Jan Miner (October 15, 1917 – February 15, 2004) was an American actress best known for her role as the character "Madge", the manicurist in Palmolive dish-washing detergent television commercials beginning in the 1960s.

Biography

Early life and career

Jan Miner, the daughter of a dentist and a painter, whose siblings included three brothers, Sheldon, Donald and Lyndsey, studied at the Vesper George School of Art in her native Boston, Massachusetts. She went on to study acting with Lee Strasberg and others before making her stage debut in 1945 in a Boston production of Elmer Rice's Street Scene.

Miner then became a well-established actress on radio, and through the 1950s was one of many busy performers working in multiple series simultaneously. Among other roles, she was one of three sequential actresses who voiced secretary Della Street on Perry Mason, one of five to play girlfriend Ann Williams on Casey, Crime Photographer, and Mary Wesley on Boston Blackie.

Miner played featured roles in the 1948-1950 dramatic anthology series Radio City Playhouse ("Soundless", "Portrait of Lenore," et al.).  It was, though, her appearance in the premiere broadcast of the series that "created a minor sensation in the play Long Distance"; the episode proved so popular that she repeated her performance later in the season.

From circa 1948 through some time before the series ended in 1957, Miner, eventually succeeded by Grace Matthews, starred as Julie Erickson, head of the titular orphanage in the revival of the 1937–1941 soap opera Hilltop House. The series was sponsored by the Colgate-Palmolive Company, for which she would later appear in a famous, long-running series of television commercials.

Broadway career
As radio drama faded with the popularity of television, Miner made her New York City theater debut in the 1958 melodrama Obbligato at Theatre Marquee, adapted by Jane Hinton Gates from the novel Une Ombre by Paul Vialar; Miner starred as a spinster in romantic competition with her younger sister, played by Carol Vandermeir. Her Broadway debut came two years later, in the very short-lived (April 6–7, 1960) advertising-world comedy Viva Madison Avenue!, by George Panetta, at the Longacre Theatre.

Television icon
Miner appeared on television in, among other shows, Boston Blackie and Casey, Crime Photographer, in roles she originated on radio. But she became an icon to TV viewers as Madge, the wisecracking manicurist in commercials for Palmolive dish-washing detergent. In an advertising campaign created by the agency Ted Bates Advertising, Miner played Madge, who worked at the Salon East Beauty Parlor and soaked her customers’ fingernails in Palmolive ("Palmolive softens hands while you do the dishes"). The campaign ran from 1966 to 1992.

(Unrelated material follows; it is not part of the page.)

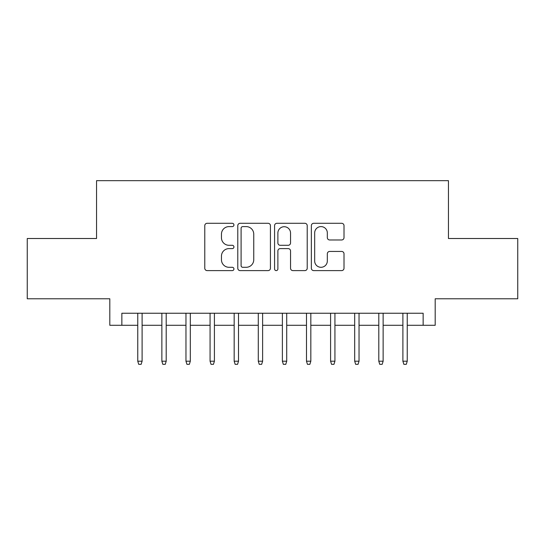 <?xml version="1.0" encoding="UTF-8"?>
<svg xmlns="http://www.w3.org/2000/svg" width="545" height="545" viewBox="0 0 545 545"><rect width="100%" height="100%" fill="white"/><g stroke="black" fill="none" stroke-linecap="round" stroke-linejoin="round"><path stroke-width="0.82" d="M233.934 224.949A1.655 1.655 0 0 0 232.279 223.293L207.141 223.293A2.364 2.364 0 0 0 204.777 225.657L204.777 268.242A2.364 2.364 0 0 0 207.141 270.606L232.279 270.606A1.655 1.655 0 0 0 233.934 268.951A1.655 1.655 0 0 0 232.279 267.295L229.029 267.295A7.569 7.569 0 0 1 221.454 259.727L221.454 256.177A7.569 7.569 0 0 1 229.029 248.609L232.279 248.609A1.655 1.655 0 0 0 233.934 246.953A1.655 1.655 0 0 0 232.279 245.298L229.029 245.298A7.569 7.569 0 0 1 221.454 237.722L221.454 234.173A7.569 7.569 0 0 1 229.029 226.604L232.279 226.604A1.655 1.655 0 0 0 233.934 224.949M341.64 239.97A2.364 2.364 0 0 0 344.011 237.606L344.011 225.657A2.364 2.364 0 0 0 341.64 223.293L313.722 223.293A2.364 2.364 0 0 0 311.359 225.657L311.359 268.242A2.364 2.364 0 0 0 313.722 270.606L341.64 270.606A2.364 2.364 0 0 0 344.011 268.242L344.011 253.813A2.364 2.364 0 0 0 341.64 251.443L329.698 251.443A2.364 2.364 0 0 0 327.327 253.813L327.327 260.966A6.329 6.329 0 0 1 320.998 267.295A6.329 6.329 0 0 1 314.669 260.966L314.669 232.933A6.329 6.329 0 0 1 320.998 226.604A6.329 6.329 0 0 1 327.327 232.933L327.327 237.606A2.364 2.364 0 0 0 329.698 239.97L341.64 239.97M121.855 325.283L121.855 313.232L423.145 313.232L423.145 325.283L435.196 325.283L435.196 298.776L517.75 298.776L517.75 238.512L448.453 238.512L448.453 180.667L96.547 180.667L96.547 238.512L27.25 238.512L27.25 298.776L109.804 298.776L109.804 325.283L137.762 325.283M270.429 225.657A2.364 2.364 0 0 0 268.065 223.293L240.147 223.293A2.364 2.364 0 0 0 237.784 225.657L237.784 268.242A2.364 2.364 0 0 0 240.147 270.606L268.065 270.606A2.364 2.364 0 0 0 270.429 268.242L270.429 225.657M276.935 223.293L304.853 223.293A2.364 2.364 0 0 1 307.216 225.657L307.216 268.242A2.364 2.364 0 0 1 304.853 270.606L292.903 270.606A2.364 2.364 0 0 1 290.54 268.242L290.54 250.972A2.364 2.364 0 0 0 288.176 248.609L280.246 248.609A2.364 2.364 0 0 0 277.882 250.972L277.882 268.951A1.655 1.655 0 0 1 276.226 270.606A1.655 1.655 0 0 1 274.571 268.951L274.571 225.657A2.364 2.364 0 0 1 276.935 223.293M142.102 325.283L161.865 325.283M166.205 325.283L185.968 325.283M190.307 325.283L210.07 325.283M214.41 325.283L234.173 325.283M238.512 325.283L258.282 325.283M262.615 325.283L282.385 325.283M286.718 325.283L306.488 325.283M310.827 325.283L330.59 325.283M334.93 325.283L354.693 325.283M359.032 325.283L378.795 325.283M383.135 325.283L402.898 325.283M407.238 325.283L423.145 325.283M242.75 226.604A1.655 1.655 0 0 0 241.094 228.26L241.094 265.64A1.655 1.655 0 0 0 242.75 267.295L246.177 267.295A7.569 7.569 0 0 0 253.752 259.727L253.752 234.173A7.569 7.569 0 0 0 246.177 226.604L242.75 226.604M290.54 233.049A6.329 6.329 0 0 0 284.211 226.72A6.329 6.329 0 0 0 277.882 233.049L277.882 242.927A2.364 2.364 0 0 0 280.246 245.298L288.176 245.298A2.364 2.364 0 0 0 290.54 242.927L290.54 233.049M137.762 361.199L138.73 364.332L141.135 364.332L142.102 361.199L137.762 361.199L137.762 313.232M142.102 361.199L142.102 313.232M161.865 361.199L162.832 364.332L165.244 364.332L166.205 361.199L161.865 361.199L161.865 313.232M166.205 361.199L166.205 313.232M185.968 361.199L186.935 364.332L189.347 364.332L190.307 361.199L185.968 361.199L185.968 313.232M190.307 361.199L190.307 313.232M210.07 361.199L211.038 364.332L213.449 364.332L214.41 361.199L210.07 361.199L210.07 313.232M214.41 361.199L214.41 313.232M234.173 361.199L235.14 364.332L237.552 364.332L238.512 361.199L234.173 361.199L234.173 313.232M238.512 361.199L238.512 313.232M258.282 361.199L259.243 364.332L261.654 364.332L262.615 361.199L258.282 361.199L258.282 313.232M262.615 361.199L262.615 313.232M282.385 361.199L283.346 364.332L285.757 364.332L286.718 361.199L282.385 361.199L282.385 313.232M286.718 361.199L286.718 313.232M306.488 361.199L307.448 364.332L309.86 364.332L310.827 361.199L306.488 361.199L306.488 313.232M310.827 361.199L310.827 313.232M330.59 361.199L331.551 364.332L333.962 364.332L334.93 361.199L330.59 361.199L330.59 313.232M334.93 361.199L334.93 313.232M354.693 361.199L355.653 364.332L358.065 364.332L359.032 361.199L354.693 361.199L354.693 313.232M359.032 361.199L359.032 313.232M378.795 361.199L379.756 364.332L382.168 364.332L383.135 361.199L378.795 361.199L378.795 313.232M383.135 361.199L383.135 313.232M402.898 361.199L403.865 364.332L406.27 364.332L407.238 361.199L402.898 361.199L402.898 313.232M407.238 361.199L407.238 313.232"/></g></svg>

Miner's Palmolive commercials would appear in France (where Madge was "Françoise"), Germany, Switzerland, and Austria (in all three as "Tilly"), Finland (as "Marissa"), Denmark, and Italy. In Australia and New Zealand, the Madge character was played by Robina Beard.

Madge's trademark line became one of the more famous and parodied television commercial quotes:

Miner was a regular on the 1974 CBS situation comedy Paul Sand in Friends and Lovers in which she played the mother of the character portrayed by Paul Sand.

Theater and film career
Following her 1960 debut, Miner appeared on Broadway in The Milk Train Doesn't Stop Here Anymore (1963) and Butterflies Are Free (1972) (in each as an understudy); the 1973 revival of The Women; the 1976 revival of The Heiress with Jane Alexander; the 1980 revival of Watch on the Rhine, by Lillian Hellman; the 1983–1984 Circle in the Square Theatre revival of Heartbreak House, with Rex Harrison, Philip Bosco, Rosemary Harris, Amy Irving, Dana Ivey, and Stephen McHattie; and the Franco Zeffirelli productions of Terrence McNally's adaptation of The Lady of the Camellias (1963) and Eduardo De Filippo's Saturday Sunday Monday (1974). Her Shakespearean roles on Broadway included Emilia in the American National Theater and Academy production of Othello (1970), starring Moses Gunn; and as Juliet's nurse in director Theodore Mann's Circle in the Square production of Romeo and Juliet (1977). Other theater work included Major Barbara.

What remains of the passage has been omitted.